- Records to use -
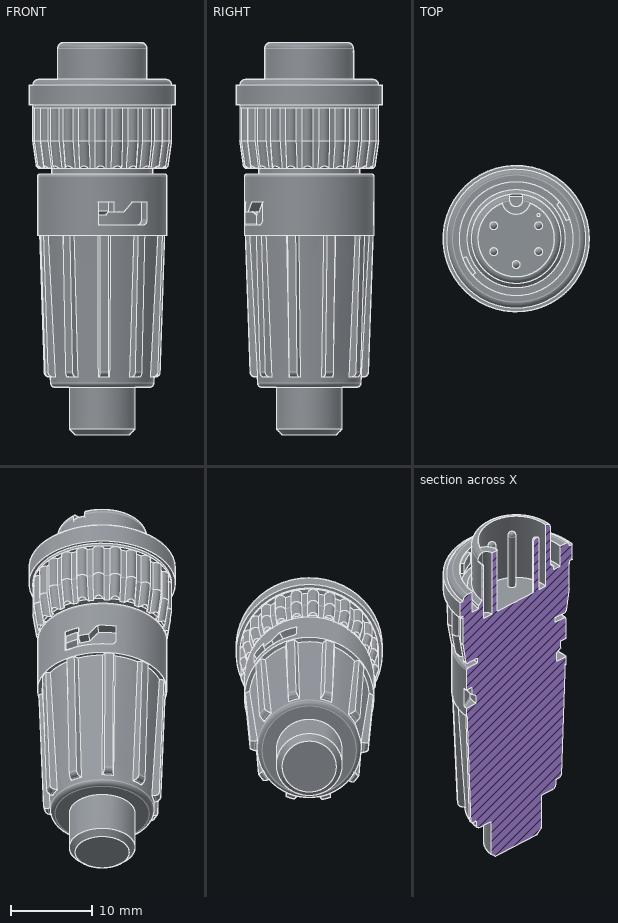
import cadquery as cq
import math

TOTAL_HEIGHT = 48.3

BOSS_RADIUS = 4.05
BOSS_CHAMFER = 0.72

GRIP_BOTTOM_Z = 5.85
GRIP_BOTTOM_RADIUS = 6.4
GRIP_TOP_RADIUS = 7.4
GRIP_EDGE_RADIUS = 0.6

RIB_COUNT = 10
RIB_PHASE = 2.0
RIB_BOTTOM_Z = 7.15
RIB_BOTTOM_RADIUS = 7.3
RIB_TOP_RADIUS = 7.87
RIB_END_RADIUS = 0.6
RIB_ROOT_BOTTOM_WIDTH = 1.45
RIB_ROOT_TOP_WIDTH = 1.65
RIB_CREST_WIDTH = 1.0
RIB_ROOT_OVERLAP = 0.1

SLEEVE_BOTTOM_Z = 24.55
SLEEVE_TOP_Z = 32.15
SLEEVE_RADIUS = 7.95
SLEEVE_EDGE_RADIUS = 0.3
NECK_RADIUS = 6.25

SLOT_AZIMUTH = 26.6
SLOT_FLOOR_RADIUS = 6.45
SLOT_BOTTOM_Z = 25.85
SLOT_STEP_Z = 27.45
SLOT_TOP_Z = 28.65
SLOT_START = -3.95
SLOT_POCKET_END = -2.2
SLOT_RAMP_START = -0.95
SLOT_RAMP_END = 0.15
SLOT_END = 2.35
SLOT_CORNER_RADIUS = 0.65
SLOT_START_CORNER_RADIUS = 0.15
TOOTH_END = -2.45
TOOTH_HEIGHT = 0.7
TOOTH_BOTTOM_Z = 27.05
TOOTH_LIP_Z = 27.6

COLLAR_BOTTOM_Z = 32.8
COLLAR_RADIUS = 8.55
COLLAR_TOP_Z = 43.75
COLLAR_EDGE_RADIUS = 0.72
COLLAR_BORE_RADIUS = 7.0
COLLAR_FLOOR_Z = 40.6
BAND_BOTTOM_Z = 40.65
BAND_TOP_Z = 43.05
BAND_RADIUS = 18.0 / 2

LOBE_COUNT = 24
LOBE_PHASE = -1.5
LOBE_RADIUS = 0.7
LOBE_TAPER_Z = 36.2
LOBE_TOP_Z = 40.25
LOBE_BOTTOM_RADIUS = 8.05
LOBE_BOTTOM_CHAMFER = 0.25
GROOVE_DEPTH = 0.6

LUG_INNER_RADIUS = 6.5
LUG_SPAN = 20.0
LUG_AZIMUTH = 30.0
LUG_BOTTOM_Z = 42.05
LUG_TOP_Z = 43.6

TUBE_RADIUS = 5.5
TUBE_BORE_RADIUS = 4.7
TUBE_EDGE_RADIUS = 0.75
TUBE_FLOOR_Z = 38.65
SEAT_RADIUS = 6.05
SEAT_HEIGHT = 0.5

KEY_Y = 4.75
KEY_RADIUS = 1.75
KEYWAY_WIDTH = 1.6
KEYWAY_OUTER_Y = 5.2
KEYWAY_MOUTH_DEPTH = 1.3

PIN_RADIUS = 0.5
PIN_CIRCLE_RADIUS = 3.2
PIN_TIP_Z = 47.05
PIN_ANGLES = (30, 150, 210, 270, 330)

MARKER_X = 2.75
MARKER_Y = 2.9
MARKER_RADIUS = 0.2
MARKER_DEPTH = 0.5

DIAGONAL = math.sqrt(0.5)


def revolved(profile):
    """Turn a closed (radius, height) outline around the Z axis."""
    return profile.close().revolve(360, (0, 0, 0), (0, 1, 0))


def convex_corner(radius, height, size, top):
    """Middle point of a rounded outer corner whose sharp corner is at (radius, height)."""
    inset = size * (1 - DIAGONAL)
    return (radius - inset, height - inset if top else height + inset)


def around_axis(shape, count, phase=0.0):
    """Copies of a shape evenly spaced around the Z axis."""
    copies = cq.Workplane("XY")
    for index in range(count):
        copies = copies.add(shape.rotate((0, 0, 0), (0, 0, 1), phase + index * 360 / count))
    return copies


def fuse_all(body, copies):
    """Join every copy to the body in one operation."""
    return cq.Workplane(obj=body.val().fuse(*copies.vals()))


def make_rear_body():
    """Cable boss, tapered grip core, locking sleeve and neck as one turned shape."""
    grip_corner = convex_corner(GRIP_BOTTOM_RADIUS, GRIP_BOTTOM_Z, GRIP_EDGE_RADIUS, top=False)
    sleeve_corner = convex_corner(SLEEVE_RADIUS, SLEEVE_TOP_Z, SLEEVE_EDGE_RADIUS, top=True)
    return revolved(
        cq.Workplane("XZ")
        .lineTo(BOSS_RADIUS - BOSS_CHAMFER, 0)
        .lineTo(BOSS_RADIUS, BOSS_CHAMFER)
        .lineTo(BOSS_RADIUS, GRIP_BOTTOM_Z)
        .lineTo(GRIP_BOTTOM_RADIUS - GRIP_EDGE_RADIUS, GRIP_BOTTOM_Z)
        .threePointArc(grip_corner, (GRIP_BOTTOM_RADIUS, GRIP_BOTTOM_Z + GRIP_EDGE_RADIUS))
        .lineTo(GRIP_TOP_RADIUS, SLEEVE_BOTTOM_Z)
        .lineTo(SLEEVE_RADIUS, SLEEVE_BOTTOM_Z)
        .lineTo(SLEEVE_RADIUS, SLEEVE_TOP_Z - SLEEVE_EDGE_RADIUS)
        .threePointArc(sleeve_corner, (SLEEVE_RADIUS - SLEEVE_EDGE_RADIUS, SLEEVE_TOP_Z))
        .lineTo(NECK_RADIUS, SLEEVE_TOP_Z)
        .lineTo(NECK_RADIUS, COLLAR_FLOOR_Z)
        .lineTo(0, COLLAR_FLOOR_Z)
    )


def rib_section(root_radius, crest_radius, root_width):
    """Trapezoid across a rib, with its root sunk a little into the grip core."""
    inner_y = RIB_ROOT_OVERLAP - root_radius
    return [
        (-root_width / 2, inner_y),
        (-RIB_CREST_WIDTH / 2, -crest_radius),
        (RIB_CREST_WIDTH / 2, -crest_radius),
        (root_width / 2, inner_y),
    ]


def make_grip_ribs():
    """Drafted ribs down the grip, following its taper and rounded at the lower end."""
    end_corner = convex_corner(RIB_BOTTOM_RADIUS, RIB_BOTTOM_Z, RIB_END_RADIUS, top=False)
    envelope = revolved(
        cq.Workplane("XZ")
        .moveTo(0, RIB_BOTTOM_Z)
        .lineTo(RIB_BOTTOM_RADIUS - RIB_END_RADIUS, RIB_BOTTOM_Z)
        .threePointArc(end_corner, (RIB_BOTTOM_RADIUS, RIB_BOTTOM_Z + RIB_END_RADIUS))
        .lineTo(RIB_TOP_RADIUS, SLEEVE_BOTTOM_Z)
        .lineTo(0, SLEEVE_BOTTOM_Z)
    )
    bottom_section = rib_section(GRIP_BOTTOM_RADIUS, RIB_BOTTOM_RADIUS, RIB_ROOT_BOTTOM_WIDTH)
    top_section = rib_section(GRIP_TOP_RADIUS, RIB_TOP_RADIUS, RIB_ROOT_TOP_WIDTH)
    bar = (
        cq.Workplane("XY", origin=(0, 0, RIB_BOTTOM_Z))
        .polyline(bottom_section)
        .close()
        .workplane(offset=SLEEVE_BOTTOM_Z - RIB_BOTTOM_Z)
        .polyline(top_section)
        .close()
        .loft(ruled=True)
    )
    return around_axis(bar.intersect(envelope).val(), RIB_COUNT, RIB_PHASE)


def make_slot():
    """L-shaped bayonet slot with a ramped entry and a latch tooth left on its floor."""
    opening = (
        cq.Workplane("XZ")
        .moveTo(SLOT_START, SLOT_BOTTOM_Z + SLOT_START_CORNER_RADIUS)
        .radiusArc((SLOT_START + SLOT_START_CORNER_RADIUS, SLOT_BOTTOM_Z), -SLOT_START_CORNER_RADIUS)
        .lineTo(SLOT_END - SLOT_CORNER_RADIUS, SLOT_BOTTOM_Z)
        .radiusArc((SLOT_END, SLOT_BOTTOM_Z + SLOT_CORNER_RADIUS), -SLOT_CORNER_RADIUS)
        .lineTo(SLOT_END, SLOT_TOP_Z)
        .lineTo(SLOT_RAMP_END, SLOT_TOP_Z)
        .lineTo(SLOT_RAMP_START, SLOT_STEP_Z)
        .lineTo(SLOT_POCKET_END, SLOT_STEP_Z)
        .lineTo(SLOT_POCKET_END, SLOT_TOP_Z)
        .lineTo(SLOT_START, SLOT_TOP_Z)
        .close()
        .extrude(BAND_RADIUS)
    )
    tooth_radius = SLOT_FLOOR_RADIUS + TOOTH_HEIGHT
    core = cq.Workplane("XY").circle(SLOT_FLOOR_RADIUS).extrude(TOTAL_HEIGHT)
    tooth_ring = revolved(
        cq.Workplane("XZ")
        .moveTo(0, TOOTH_BOTTOM_Z)
        .lineTo(SLOT_FLOOR_RADIUS, TOOTH_BOTTOM_Z)
        .lineTo(tooth_radius, TOOTH_LIP_Z)
        .lineTo(tooth_radius, SLOT_TOP_Z)
        .lineTo(0, SLOT_TOP_Z)
    )
    tooth_window = (
        cq.Workplane("XY", origin=(SLOT_START, -SLEEVE_RADIUS, 0))
        .box(TOOTH_END - SLOT_START, SLEEVE_RADIUS, TOTAL_HEIGHT, centered=False)
    )
    return opening.cut(core).cut(tooth_ring.intersect(tooth_window))


def make_collar():
    """Coupling collar: raised band, skirt at grip-groove depth, and the bore around the tube."""
    groove_radius = COLLAR_RADIUS - GROOVE_DEPTH
    edge_corner = convex_corner(COLLAR_RADIUS, COLLAR_TOP_Z, COLLAR_EDGE_RADIUS, top=True)
    return revolved(
        cq.Workplane("XZ")
        .moveTo(0, COLLAR_BOTTOM_Z)
        .lineTo(LOBE_BOTTOM_RADIUS - GROOVE_DEPTH, COLLAR_BOTTOM_Z)
        .lineTo(groove_radius, LOBE_TAPER_Z)
        .lineTo(groove_radius, LOBE_TOP_Z)
        .lineTo(COLLAR_RADIUS, LOBE_TOP_Z)
        .lineTo(COLLAR_RADIUS, BAND_BOTTOM_Z)
        .lineTo(BAND_RADIUS, BAND_BOTTOM_Z)
        .lineTo(BAND_RADIUS, BAND_TOP_Z)
        .lineTo(COLLAR_RADIUS, BAND_TOP_Z)
        .threePointArc(edge_corner, (COLLAR_RADIUS - COLLAR_EDGE_RADIUS, COLLAR_TOP_Z))
        .lineTo(COLLAR_BORE_RADIUS, COLLAR_TOP_Z)
        .lineTo(COLLAR_BORE_RADIUS, COLLAR_FLOOR_Z)
        .lineTo(0, COLLAR_FLOOR_Z)
    )


def make_collar_lobes():
    """Round finger-grip lobes: upright above, leaning inward below."""
    upper_y = LOBE_RADIUS - COLLAR_RADIUS
    lower_y = LOBE_RADIUS - LOBE_BOTTOM_RADIUS
    foot_radius = LOBE_BOTTOM_RADIUS - LOBE_BOTTOM_CHAMFER
    upright = (
        cq.Workplane("XY", origin=(0, upper_y, LOBE_TAPER_Z))
        .circle(LOBE_RADIUS)
        .extrude(LOBE_TOP_Z - LOBE_TAPER_Z)
    )
    lean = cq.Vector(0, upper_y - lower_y, LOBE_TAPER_Z - COLLAR_BOTTOM_Z)
    foot = cq.Vector(0, lower_y, COLLAR_BOTTOM_Z)
    rod = cq.Solid.makeCylinder(LOBE_RADIUS, 2 * lean.Length, foot - lean * 0.5, lean)
    skirt_envelope = revolved(
        cq.Workplane("XZ")
        .moveTo(0, COLLAR_BOTTOM_Z)
        .lineTo(foot_radius, COLLAR_BOTTOM_Z)
        .lineTo(BAND_RADIUS, COLLAR_BOTTOM_Z + BAND_RADIUS - foot_radius)
        .lineTo(BAND_RADIUS, LOBE_TAPER_Z)
        .lineTo(0, LOBE_TAPER_Z)
    )
    leaning = cq.Workplane(obj=rod).intersect(skirt_envelope)
    lower_lobes = around_axis(leaning.val(), LOBE_COUNT, LOBE_PHASE)
    return around_axis(upright.val(), LOBE_COUNT, LOBE_PHASE).add(lower_lobes)


def make_lugs():
    """Two opposite bayonet lugs standing inward from the collar bore."""
    outer_radius = (COLLAR_BORE_RADIUS + COLLAR_RADIUS) / 2
    lug = (
        cq.Workplane("XZ")
        .moveTo(LUG_INNER_RADIUS, LUG_BOTTOM_Z)
        .lineTo(outer_radius, LUG_BOTTOM_Z)
        .lineTo(outer_radius, LUG_TOP_Z)
        .lineTo(LUG_INNER_RADIUS, LUG_TOP_Z)
        .close()
        .revolve(LUG_SPAN, (0, 0, 0), (0, 1, 0))
        .rotate((0, 0, 0), (0, 0, 1), LUG_AZIMUTH - LUG_SPAN / 2)
    )
    return around_axis(lug.val(), 2)


def make_tube():
    """Plug tube with a rounded rim and a chamfered seat on the collar floor."""
    seat_top = COLLAR_FLOOR_Z + SEAT_HEIGHT
    rim_corner = convex_corner(TUBE_RADIUS, TOTAL_HEIGHT, TUBE_EDGE_RADIUS, top=True)
    return revolved(
        cq.Workplane("XZ")
        .moveTo(0, COLLAR_BOTTOM_Z)
        .lineTo(SEAT_RADIUS, COLLAR_BOTTOM_Z)
        .lineTo(SEAT_RADIUS, seat_top)
        .lineTo(TUBE_RADIUS, seat_top + SEAT_RADIUS - TUBE_RADIUS)
        .lineTo(TUBE_RADIUS, TOTAL_HEIGHT - TUBE_EDGE_RADIUS)
        .threePointArc(rim_corner, (TUBE_RADIUS - TUBE_EDGE_RADIUS, TOTAL_HEIGHT))
        .lineTo(0, TOTAL_HEIGHT)
    )


def make_tube_bore():
    """Open space inside the tube, leaving the keyed rib on its +Y side,
    with the keyway sloping out through the rim."""
    depth = TOTAL_HEIGHT - TUBE_FLOOR_Z
    floor_plane = cq.Workplane("XY", origin=(0, 0, TUBE_FLOOR_Z))
    bore = floor_plane.circle(TUBE_BORE_RADIUS).extrude(depth)
    key = floor_plane.center(0, KEY_Y).circle(KEY_RADIUS).extrude(depth)
    half_width = KEYWAY_WIDTH / 2
    keyway = (
        floor_plane
        .moveTo(-half_width, KEYWAY_OUTER_Y)
        .lineTo(-half_width, KEY_Y)
        .threePointArc((0, KEY_Y - half_width), (half_width, KEY_Y))
        .lineTo(half_width, KEYWAY_OUTER_Y)
        .close()
        .extrude(depth)
    )
    mouth = (
        cq.Workplane("YZ", origin=(-half_width, 0, 0))
        .moveTo(KEYWAY_OUTER_Y, TOTAL_HEIGHT - KEYWAY_MOUTH_DEPTH)
        .lineTo(KEYWAY_OUTER_Y + KEYWAY_MOUTH_DEPTH, TOTAL_HEIGHT)
        .lineTo(KEYWAY_OUTER_Y, TOTAL_HEIGHT)
        .close()
        .extrude(KEYWAY_WIDTH)
    )
    return bore.cut(key).union(keyway).union(mouth)


def make_pin():
    """Contact pin with a hemispherical tip."""
    shoulder_z = PIN_TIP_Z - PIN_RADIUS
    return revolved(
        cq.Workplane("XZ")
        .moveTo(0, COLLAR_BOTTOM_Z)
        .lineTo(PIN_RADIUS, COLLAR_BOTTOM_Z)
        .lineTo(PIN_RADIUS, shoulder_z)
        .threePointArc((PIN_RADIUS * DIAGONAL, shoulder_z + PIN_RADIUS * DIAGONAL), (0, PIN_TIP_Z))
    )


slots = around_axis(make_slot().val(), 2, SLOT_AZIMUTH)
result = fuse_all(make_rear_body(), make_grip_ribs())
for slot_copy in slots.vals():
    result = result.cut(cq.Workplane(obj=slot_copy))

result = result.union(make_collar())
result = fuse_all(result, make_collar_lobes())
result = fuse_all(result, make_lugs())

result = result.union(make_tube()).cut(make_tube_bore())
pins = cq.Workplane("XY")
for angle in PIN_ANGLES:
    pin_x = PIN_CIRCLE_RADIUS * math.cos(math.radians(angle))
    pin_y = PIN_CIRCLE_RADIUS * math.sin(math.radians(angle))
    pins = pins.add(make_pin().translate((pin_x, pin_y, 0)))
result = fuse_all(result, pins)

marker_hole = (
    cq.Workplane("XY", origin=(MARKER_X, MARKER_Y, TUBE_FLOOR_Z - MARKER_DEPTH))
    .circle(MARKER_RADIUS)
    .extrude(MARKER_DEPTH)
)
result = result.cut(marker_hole)

- What is needed -
From the records above, copy out the line with "SLEEVE_EDGE_RADIUS = 0.3", the line with "COLLAR_EDGE_RADIUS = 0.72", and every line between them, word for word.

- Expected answer -
SLEEVE_EDGE_RADIUS = 0.3
NECK_RADIUS = 6.25

SLOT_AZIMUTH = 26.6
SLOT_FLOOR_RADIUS = 6.45
SLOT_BOTTOM_Z = 25.85
SLOT_STEP_Z = 27.45
SLOT_TOP_Z = 28.65
SLOT_START = -3.95
SLOT_POCKET_END = -2.2
SLOT_RAMP_START = -0.95
SLOT_RAMP_END = 0.15
SLOT_END = 2.35
SLOT_CORNER_RADIUS = 0.65
SLOT_START_CORNER_RADIUS = 0.15
TOOTH_END = -2.45
TOOTH_HEIGHT = 0.7
TOOTH_BOTTOM_Z = 27.05
TOOTH_LIP_Z = 27.6

COLLAR_BOTTOM_Z = 32.8
COLLAR_RADIUS = 8.55
COLLAR_TOP_Z = 43.75
COLLAR_EDGE_RADIUS = 0.72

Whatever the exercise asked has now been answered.